Itchynscratchy said:


> Sorry to drag up an old thread but I'm having the same problem. Any game I try on my PS3 freezes after 10 minutes or so. It is in a well ventilated area, has never been dropped and has the very latest updates. Also sometimes the ps3 doesn't recognise the disc at all, but this happens only immediately after I reset after the initial crash and fixes if I leave it turned off for a while.
> 
> Does anyone here know how the long warranty lasts? I have had my PS3 for 14 months now.


did u ever fix this because i have the same problem and ive tried restoring default settings, rebuilding the database, and all this still hasnt worked


----------



## Itchynscratchy

hazmat209 said:


> did u ever fix this because i have the same problem and ive tried restoring default settings, rebuilding the database, and all this still hasnt worked


No, I had to phone sony. I explained the problem and gave them the model number and they sent me a replacement ps3.


----------



## LRH123456

please help my ps3 freezes online at first i thought it was just black ops but then i tried other games like fifa and need for speed shift 2 and it freezes as soon as i join the lobby i took my hard drive out and cleaned it and still no difference. please help don't want to send it to be repared:sigh:


----------



## Chri5123

I also found this forum with a search and this is a huge problem.

I actually wrote a post that explains why this happens:

PS3 Freezing On Call Of Duty Black Ops

It can happen on any game though, I think it happens on Call of Duty more because the graphics are quite high end and it puts a strain on the CPU.

I hope this helps!


----------



## optimusprime1

I have fixed my problem with my ps3 freezing. I raised the ps3 so it does not sit right on the table, (use coasters or somthing) this kind of worked, so then i bought a cheap computer fan that are for your laptop that plugs into the USB port on the playstation to ventalate better, also i put the ps3 in a more open area so it wont cook. now it works flawless.


----------



## Robo_Kop_82

optimusprime1 said:


> I have fixed my problem with my ps3 freezing. I raised the ps3 so it does not sit right on the table, (use coasters or somthing) this kind of worked, so then i bought a cheap computer fan that are for your laptop that plugs into the USB port on the playstation to ventalate better, also i put the ps3 in a more open area so it wont cook. now it works flawless.

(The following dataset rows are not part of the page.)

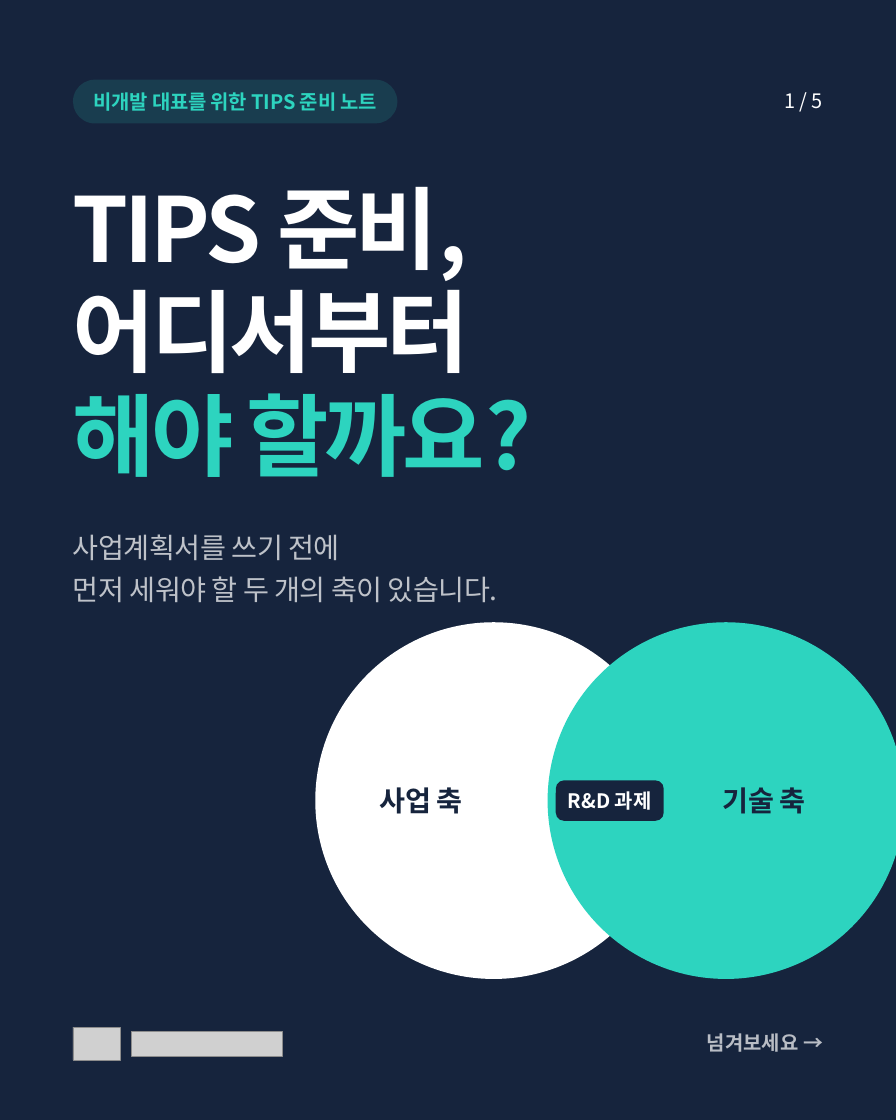
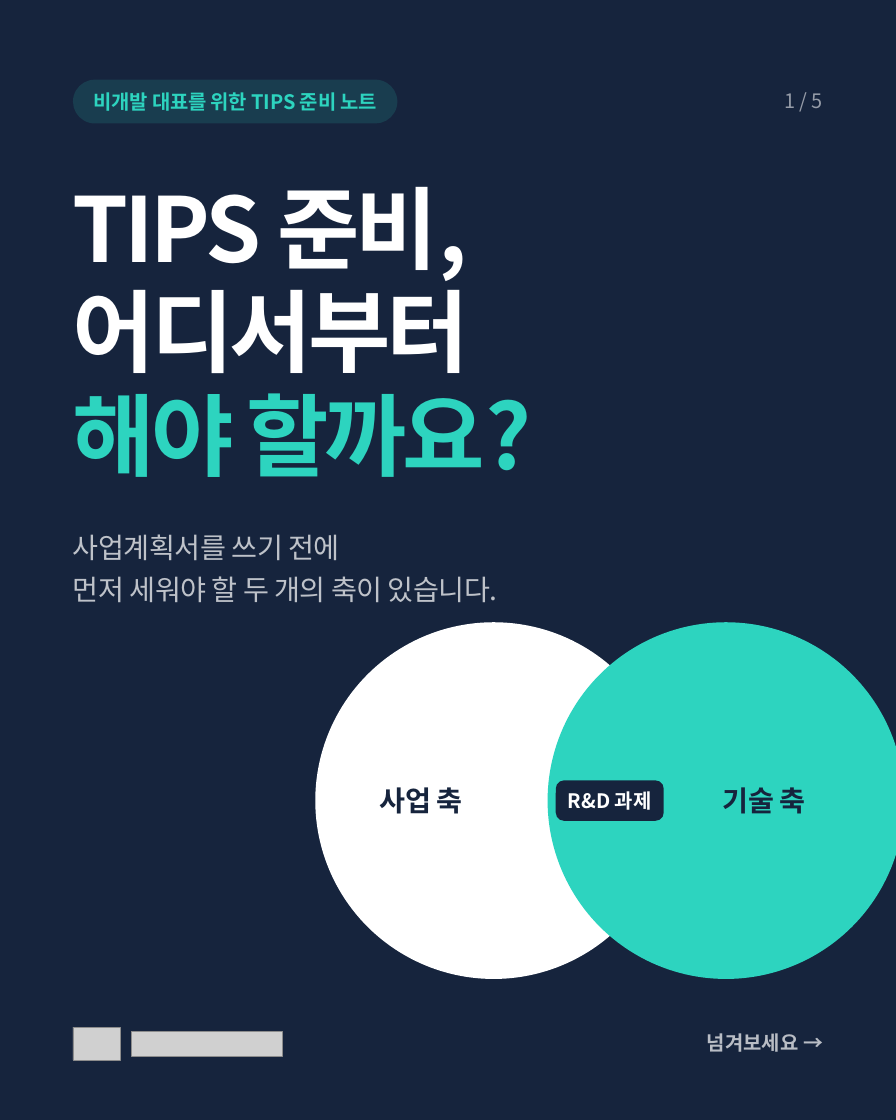
Before and after one commit to standardcho-debug/supernova, a slide deck: slide 1 of service/marketing-studio/samples/tips-v1/canva/TIPS_캐러셀_5p.pptx. Drawn at 896x1120 pixels with LibreOffice and Linux fonts; fonts in the diff are those of the drawing; grey boxes stand for pictures. Boxes give left, top, right and bottom in pixels: in the first picture for what was removed or moved away, otherwise in the second. Text is boxed around its words. In the diff, an @@ line names an element or a change of style, - is before the commit and + after.

```diff
--- a/service/marketing-studio/samples/tips-v1/canva/TIPS_캐러셀_5p.pptx
+++ b/service/marketing-studio/samples/tips-v1/canva/TIPS_캐러셀_5p.pptx
@@ text "1 / 5" at box(785, 93, 823, 108): text colour #FFFFFF to #969CA8 @@
```
Also in this commit, not shown: 4 other slides changed, 3 other files.

OptimusPrime - I have had the same issue. Thanks for the tip. I'll try and raise the console and get a fan.

Can I ask if you have had any problems relating to the loss of sound on any of your games as well as freezing?

I'm just wondering if the two problems are linked.

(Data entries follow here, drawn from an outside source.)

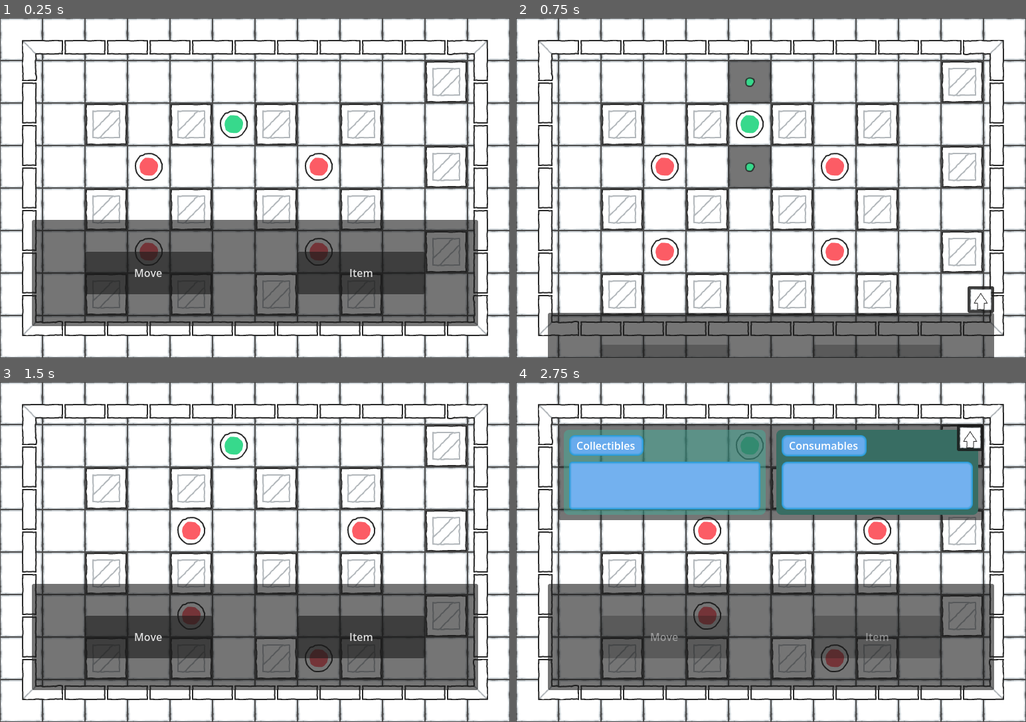
Above: before the commit, frames 1-4 (two rows, left to right).
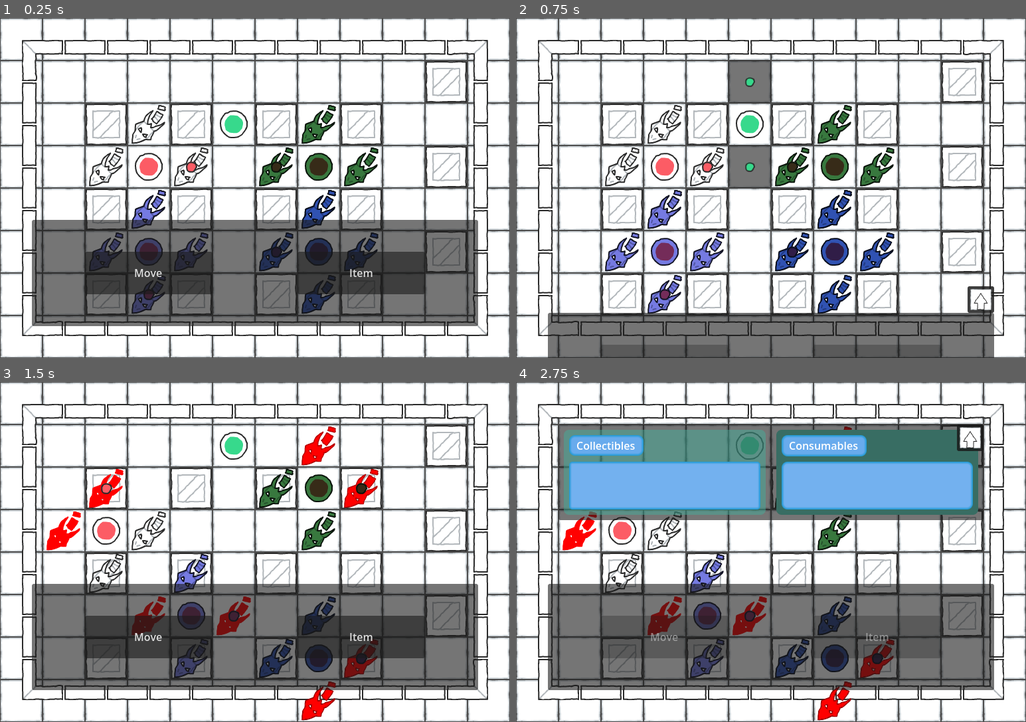
Above: after the commit, the same moments.

Repository: MagicOwl-Games/programmatura-definitive
Game: Godot game, scene res://Root.tscn
The game is run twice, just before and just after one commit, with the same random seed, the same clock (stepped at 60 frames per second) and the same inputs.
Inputs (mouse positions are in pixels of both pictures, inside the frame that each line leads up to):
- Up to frame 1 (0.25 s): no input
- Up to frame 2 (0.75 s): click "Move" at 0.5 s
- Up to frame 3 (1.5 s): click (234, 446) at 1.25 s
- Up to frame 4 (2.75 s): click "Item" at 2 s

The runs differ from the first frame. In frame 1, 5.4% of the frame differs, in the area x 17-75%, y 25-87%; in frame 2, 6.0%; in frame 3, 7.2%, in the area x 9-75%, y 13-100%; in frame 4, 5.5%.

Commit message:
feat: enemy range detection init, still not working properly

Diff:
--- a/scenes/Enemy.tscn
+++ b/scenes/Enemy.tscn
@@ -2,6 +2,8 @@
 
 [ext_resource type="Texture2D" uid="uid://cfmbq8y8wmhql" path="res://assets/PNG/Default (64px)/Characters/red_character.png" id="1_3gvst"]
 [ext_resource type="Script" uid="uid://c7cyyhqduhd7q" path="res://scripts/enemy.gd" id="1_55jtl"]
+[ext_resource type="Texture2D" uid="uid://nr0q8mwt7rna" path="res://assets/PNG/Default (64px)/dragon.png" id="3_ft8do"]
+[ext_resource type="Texture2D" uid="uid://c8tokpxo72ref" path="res://assets/PNG/Default (64px)/Characters/red_hand.png" id="3_mpr68"]
 
 [sub_resource type="RectangleShape2D" id="RectangleShape2D_x15ge"]
 size = Vector2(64, 64)
@@ -18,6 +20,9 @@
 [sub_resource type="RectangleShape2D" id="RectangleShape2D_bwxsa"]
 size = Vector2(48, 48)
 
+[sub_resource type="RectangleShape2D" id="RectangleShape2D_crd5m"]
+size = Vector2(20, 48)
+
 [node name="Enemy" type="CharacterBody2D" unique_id=1794450006]
 script = ExtResource("1_55jtl")
 
@@ -27,28 +32,50 @@
 [node name="CollisionShape2D" type="CollisionShape2D" parent="." unique_id=1240699173]
 shape = SubResource("RectangleShape2D_x15ge")
 
-[node name="DetectionArea" type="Node2D" parent="." unique_id=2026924033]
+[node name="MovementArea" type="Node2D" parent="." unique_id=2026924033]
 
-[node name="UpArea2D" type="Area2D" parent="DetectionArea" unique_id=1936333906]
+[node name="UpArea2D" type="Area2D" parent="MovementArea" unique_id=1936333906]
 position = Vector2(0, -64)
 
-[node name="CollisionShape2D" type="CollisionShape2D" parent="DetectionArea/UpArea2D" unique_id=2023812765]
+[node name="CollisionShape2D" type="CollisionShape2D" parent="MovementArea/UpArea2D" unique_id=2023812765]
 shape = SubResource("RectangleShape2D_k0akp")
 
-[node name="DownArea2D" type="Area2D" parent="DetectionArea" unique_id=637839001]
+[node name="Sprite2D" type="Sprite2D" parent="MovementArea/UpArea2D" unique_id=2108222783]
+texture = ExtResource("3_ft8do")
+
+[node name="DownArea2D" type="Area2D" parent="MovementArea" unique_id=637839001]
 position = Vector2(0, 64)
 
-[node name="CollisionShape2D" type="CollisionShape2D" parent="DetectionArea/DownArea2D" unique_id=1630115261]
+[node name="CollisionShape2D" type="CollisionShape2D" parent="MovementArea/DownArea2D" unique_id=1630115261]
 shape = SubResource("RectangleShape2D_rtqtc")
 
-[node name="LeftArea2D" type="Area2D" parent="DetectionArea" unique_id=1913402173]
+[node name="Sprite2D" type="Sprite2D" parent="MovementArea/DownArea2D" unique_id=2001712812]
+texture = ExtResource("3_ft8do")
+
+[node name="LeftArea2D" type="Area2D" parent="MovementArea" unique_id=1913402173]
 position = Vector2(-64, 0)
 
-[node name="CollisionShape2D" type="CollisionShape2D" parent="DetectionArea/LeftArea2D" unique_id=1316607855]
+[node name="CollisionShape2D" type="CollisionShape2D" parent="MovementArea/LeftArea2D" unique_id=1316607855]
 shape = SubResource("RectangleShape2D_ndsek")
 
-[node name="RightArea2D" type="Area2D" parent="DetectionArea" unique_id=1865849651]
+[node name="Sprite2D" type="Sprite2D" parent="MovementArea/LeftArea2D" unique_id=677766956]
+texture = ExtResource("3_ft8do")
+
+[node name="RightArea2D" type="Area2D" parent="MovementArea" unique_id=1865849651]
 position = Vector2(64, 0)
 
-[node name="CollisionShape2D" type="CollisionShape2D" parent="DetectionArea/RightArea2D" unique_id=1218783731]
+[node name="CollisionShape2D" type="CollisionShape2D" parent="MovementArea/RightArea2D" unique_id=1218783731]
 shape = SubResource("RectangleShape2D_bwxsa")
+
+[node name="Sprite2D" type="Sprite2D" parent="MovementArea/RightArea2D" unique_id=1786285349]
+texture = ExtResource("3_ft8do")
+
+[node name="DetectionArea" type="Area2D" parent="." unique_id=349799831]
+metadata/_edit_group_ = true
+
+[node name="CollisionShape2D" type="CollisionShape2D" parent="DetectionArea" unique_id=1663243637]
+shape = SubResource("RectangleShape2D_crd5m")
+debug_color = Color(0.76896435, 0.24604651, 0.68799853, 1)
+
+[node name="Sprite2D" type="Sprite2D" parent="DetectionArea" unique_id=1179171825]
+texture = ExtResource("3_mpr68")
--- a/scenes/stages/StageOne.tscn
+++ b/scenes/stages/StageOne.tscn
@@ -1738,10 +1738,13 @@
 position = Vector2(224, 224)
 
 [node name="Enemy2" parent="." unique_id=254112764 instance=ExtResource("3_fceun")]
+modulate = Color(0.45882353, 0.47843137, 0.88235295, 1)
 position = Vector2(224, 352)
 
 [node name="Enemy3" parent="." unique_id=568634826 instance=ExtResource("3_fceun")]
+modulate = Color(0.21987173, 0.46917158, 0.24234155, 1)
 position = Vector2(480, 224)
 
 [node name="Enemy4" parent="." unique_id=291117496 instance=ExtResource("3_fceun")]
+modulate = Color(0.18947732, 0.31960583, 0.6978603, 1)
 position = Vector2(480, 352)
--- a/scripts/enemy.gd
+++ b/scripts/enemy.gd
@@ -2,40 +2,98 @@
 
 # TODO:
 # - each enemy should have a fixed path to follow until the player is found
+#	- i though about using areas to check the movement of the enemies, but
+#it probably wont work well. i should find a pathfinding alternativa and should
+#check the position of the detection span — if there is something blocking the way,
+#the detection should be less, non-existent at all or even pointed the a different side
 # - enemies should have different ranges of detection and different speed (move
 #more or less squares)
+# TODO:
+# - the detection area can be turned to a blocked space (walls and obstacles),
+#while it shouldn't. It's better is the enemy finds another way to face, but checking
+#the collision shapes after repositioning the enemy is not working.
 
+@onready var movement_area: Node2D = $MovementArea;
 @onready var detection_area: Node2D = $DetectionArea;
 
 var collision_areas: Array;
 
 # Called when the node enters the scene tree for the first time.
 func _ready() -> void:
-	collision_areas = detection_area.get_children();
+	collision_areas = movement_area.get_children();
+	detection_area.hide();
+	init_detection_area();
 	TurnManager.is_moving_enemies_signal.connect(_on_enemy_handle_is_moving_enemies_signal);
-	pass # Replace with function body.
 
 # Called every frame. 'delta' is the elapsed time since the previous frame.
 func _process(delta: float) -> void:
 	pass
 
-func _on_enemy_handle_is_moving_enemies_signal(is_moving: bool) -> void:
+func _on_enemy_handle_is_moving_enemies_signal() -> void:
 	var free_areas: Array[Area2D] = [];
 
-	if collision_areas.size() == 1:
-		self.position += collision_areas[0].position;
-		pass;
+	for area in collision_areas:
+		#print("area is area2D: %s" % area is Area2D);
+		#print("area is overlapping_areas: %s" % area.has_overlapping_areas());
+		if area is Area2D and not area.has_overlapping_areas():
+			#print("area info: %s" % area.name);
+			free_areas.append(area);
+
+	if free_areas.size() == 0:
+		return;
+
+	if free_areas.size() == 1:
+		self.position += free_areas[0].position;
+		detection_area.position = free_areas[0].position;
+		return;
+
+	var free_random: Area2D = free_areas.pick_random();
+	print("%s before detection handling %s" % [self.name, self.position]);
+	self.position += free_random.position;
+	handle_detection_area();
+	#detection_area.position = free_random.position;
+
+	#TurnManager.is_moving_enemies_signal.emit(false);
+
+func handle_detection_area() -> void:
+	print("%s after detection handling %s" % [self.name, self.position]);
+	var free_areas: Array[Area2D] = [];
 
 	for area in collision_areas:
-		print("area is area2D: %s" % area is Area2D);
-		print("area is overlapping_areas: %s" % area.has_overlapping_areas());
 		if area is Area2D and not area.has_overlapping_areas():
-			print("area info: %s" % area.name);
 			free_areas.append(area);
 
-	#prints("enemies moving: %s" % is_moving);
+	if free_areas.size() == 0:
+		return;
+
+	if free_areas.size() == 1:
+		detection_area.position += free_areas[0].position;
+		detection_area.show();
+		return;
+
+	for area in free_areas:
+		area.modulate = Color(20, 0, 0);
 
 	var free_random: Area2D = free_areas.pick_random();
-	self.position += free_random.position;
+	detection_area.position = free_random.position;
 
-	#TurnManager.is_moving_enemies_signal.emit(false);
+# TODO: this logic should be a helper, it's duplicated
+func init_detection_area() -> void:
+	var free_areas: Array[Area2D] =  [];
+
+	for area in collision_areas:
+		if area is Area2D and not area.has_overlapping_areas():
+			free_areas.append(area);
+
+	if free_areas.size() == 0:
+		return;
+
+	if free_areas.size() == 1:
+		detection_area.position += free_areas[0].position;
+		detection_area.show();
+		return;
+
+
+	var free_random: Area2D = free_areas.pick_random();
+	detection_area.position = free_random.position;
+	detection_area.show();
--- a/scripts/game_state.gd
+++ b/scripts/game_state.gd
@@ -1,6 +1,15 @@
 extends Node
 
+# TODO: does it need a param? think about it
 signal item_menu_signal(is_open: bool);
+signal player_detected_signal;
+# TODO: if the player has no movement to be done, should it be possible to
+#pass the turn? Should the pass possibility be a consumable?
+# TODO: if the player has no movement, but is not the detection range of the
+#enemy? Maybe the pass should become a strategy, but this would require it to
+#be an option, not a consumable, or the game might get stuck. OR it should be
+#checked if the player has a pass item, and force the use to continue the run,
+#otherwise it's game over.
 
 # TODO: write a safer type for items in general
 var collectibles: Array[Item] = [];
--- a/scripts/item.gd
+++ b/scripts/item.gd
@@ -6,6 +6,15 @@
 var is_consumable: bool = false;
 var item_name: String;
 var item_quantity: int;
+
+# TODO:
+# CONSUMABLES
+# - Double move: can move 2 squares instead of one
+# - Double turn: it grants one turn after your current one, making your enemies
+#wait longer.
+# - Freeze Gun: it stops one enemy in the range of a 2 squares for 3 turns. In
+#this state, detection doesn't work.
+# - Exterminator: it destroys one enemy, but it will be revived after 3 turns
 
 func _init(
 	p_name: String,
--- a/scripts/player.gd
+++ b/scripts/player.gd
@@ -30,17 +30,17 @@
 
 
 func _on_player_handle_is_moving_player_signal(is_moving: bool) -> void:
-	print("player signal handler activated: %s" % is_moving);
+	#print("player signal handler activated: %s" % is_moving);
 	handle_player_collision_check(is_moving);
 
 func _on_move_button_pressed(node_path: String) -> void:
 	var button: Area2D = get_node(node_path);
 	var position_to_move: Vector2 = button.position;
 	position += position_to_move;
-	TurnManager.is_moving_enemies_signal.emit(true);
+	TurnManager.is_moving_enemies_signal.emit();
 	TurnManager.is_moving_player_signal.emit(false);
 
 func handle_player_collision_check(is_moving: bool) -> void:
 	for area in collision_free_areas:
-		if not area.has_overlapping_areas():
+		if not area.has_overlapping_areas() and not area.has_overlapping_bodies():
 			area.visible = is_moving;
--- a/scripts/turn_manager.gd
+++ b/scripts/turn_manager.gd
@@ -2,7 +2,7 @@
 
 signal is_player_turn_now;
 signal is_moving_player_signal(is_moving: bool);
-signal is_moving_enemies_signal(is_moving: bool);
+signal is_moving_enemies_signal;
 
 var turn_queue: Array = [];
 var current_turn_index: int = 0;

Thanks in advance for any advice you can give.


----------



## Chri5123

Robo_Kop_82 said:


> OptimusPrime - I have had the same issue. Thanks for the tip. I'll try and raise the console and get a fan.
> 
> Can I ask if you have had any problems relating to the loss of sound on any of your games as well as freezing?
> 
> I'm just wondering if the two problems are linked.
> 
> Thanks in advance for any advice you can give.


Hi,

Thought I would chime in on this one.

I have a repair shop and have seen this quite a lot. The loss of sound followed by freezing - I think it is dependent on the parts of the motherboard that overheat.

Essentially once the soldering from the GPU and the CPU snaps off the console will freeze however before that happens you may get loss of sound as you mention.

Once you DO fix the freezing problem though the weird thing is that the sound will work or in 99% of cases.

Check out the link above that I put earlier in this post as the freezing is not just on Call of Duty.

Hope this helps.


----------



## Robo_Kop_82

Thanks Chri5123, but I was fortunate enough that I was able to exchange the console with the shop it was bought from (who in turn will send it back to Sony).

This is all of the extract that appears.